It may be added that among the old manuscript signs ℈ is often used for ejus. I am not, however, prepared to suggest any connection between this word and a scruple.

Paris, in “Pharmacologia,” pages 13 and 14, makes the statement that “such was the supposed importance of planetary influence that it was usual to prefix a symbol of the planet under whose reign the ingredients were to be collected; and it is not perhaps generally known that the character which we at this day place at the head of our prescriptions, and which is understood and supposed to mean Recipe, is a relict of the astrological symbol of Jupiter.”

I have not met with that statement in any earlier writer, but it has been quoted by scores of compilers since. It is very confidently asserted, but I think its accuracy is questionable. As an excuse for my temerity in challenging such an eminent authority it may be mentioned that on the same page the author informs us that the word “crucible” was derived from the circumstance that the alchemists were in the habit of stamping the figure of a cross on the vessel from which they were to obtain their long sought prize. No modern philologist would endorse that etymology.

Paris quotes, in support of the Jupiter theory, a few instances of directions for gathering specific plants “at the rising of the moon,” “when the dog-star is in the ascendant,” and so on. But these have no reference to a compound of several ingredients. It would have been of no use to invoke Jupiter alone for any of the ancient prescriptions. Every plant, said Paracelsus, has its special star. It would have stirred up discord in Olympus if any had been neglected.

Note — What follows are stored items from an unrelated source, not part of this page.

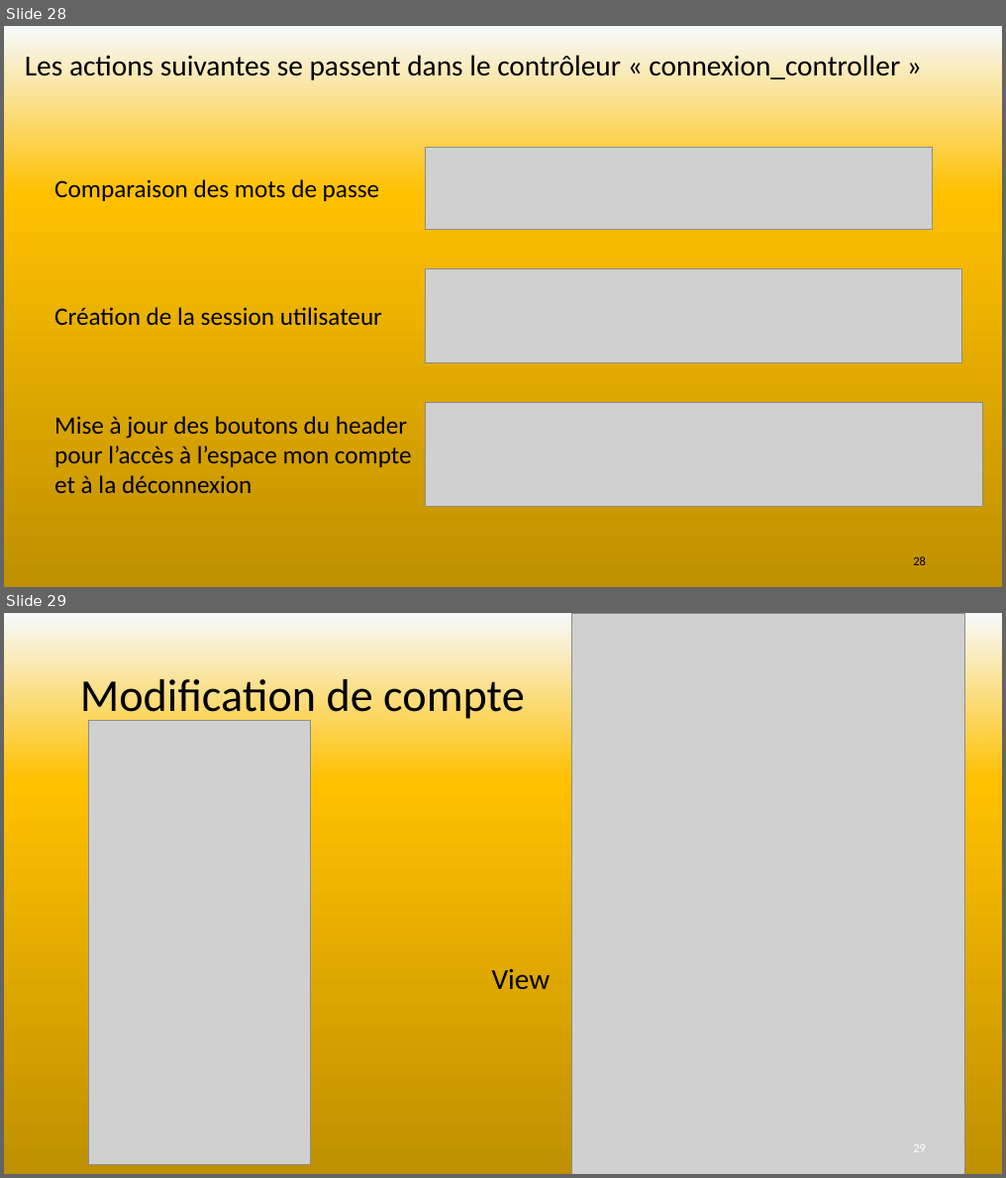
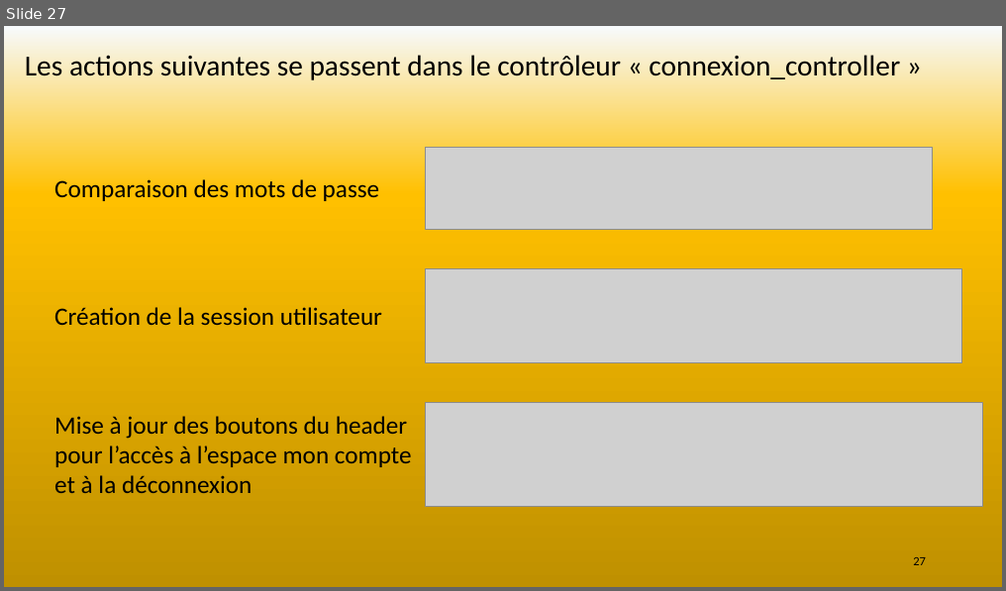
Before and after one commit to SebLeyr/Rotten_potatoes, a slide deck: Conception/Rotten potatoes.pptx. Shown one above the other, each under a label of ours: slides 28 and 29 before the commit, slide 27 after it. The pictures are 1006x1178 and 1006x591 pixels, drawn with LibreOffice and Linux fonts; fonts in the diff are those of the drawing; grey boxes stand for pictures. Boxes give left, top, right and bottom in pixels: in the first picture for what was removed or moved away, otherwise in the second. Text is boxed around its words. In the diff, an @@ line names an element or a change of style, - is before the commit and + after.

```diff
--- a/Conception/Rotten potatoes.pptx
+++ b/Conception/Rotten potatoes.pptx
@@ slide 29 removed at (4,613,1002,1174), background gradient #F7FAFD to #FFC000 to #BF9000 to #FFFFFF @@
@@ picture removed at (572,613,965,1174) @@
@@ title removed at (80,673,524,723) @@
-Modification de compte
@@ picture removed at (88,720,310,1164) @@
@@ text removed at (492,969,550,990) @@
-View
@@ page number removed at (913,1145,926,1153) @@
-29
@@ what was slide 28 is now slide 27 @@
@@ page number at (913,558,926,566): text changed @@
-28
+27
```
Also in this commit, not shown: 5 slides changed, 9 slides added, 3 other slides removed, 1 other file.

Pereira adopts Paris’s theory, but makes it almost impossible to accept it. In “Selecta et Prescriptis,” he says it was usual in old prescriptions to prefix to the formula a pious invocation such as “D. J.” (Deo Juvante), “J. J.” (Jesu Juvante), the figure of a cross, or some similar Christian sign. The suggestion is that we have progressed from Christian to heathen symbols. It would be particularly interesting to know when the physicians of Christendom substituted the appeal to Jupiter for that which their own religion had pressed upon them.

Greek and Roman physicians wrote prescriptions, no doubt; but I am not aware that any of these have been preserved to us. Our prescriptions are the direct descendants of the “bills” which the physicians of the sixteenth and seventeenth centuries scribbled in coffee houses when they met their apothecaries. “Physitians bylles not Patients but Apothecaries know” (Warner, 1612, quoted in “Murray’s Dictionary”). It is too much to ask us to imagine that these scribes were in the habit of sketching the symbol of Jupiter at the head of these documents.

Planets and Metals.

There are no historic records of the origin of the association of the seven metals with the seven planets nor of the connection of either with the deities of antiquity.

That Greece transmitted the mythological connection to Rome is clear enough, but it is not so certain whence Greece obtained the idea. Traces of it can be discovered in both Persia and Egypt, and it is not unreasonable to suppose that the circle of imagery may have developed from the worship of the sun. Allowing that heavenly body to have been the supreme divinity, or at least the residence of such a being, it would be natural to assign to the moon and the five principal planets apparently in attendance on the earth similar though lower dignities. The tendency to group gods and planets and metals into sevens would be an obvious link between the last two, and the characters of the deities named would naturally be extended to the materials named after them.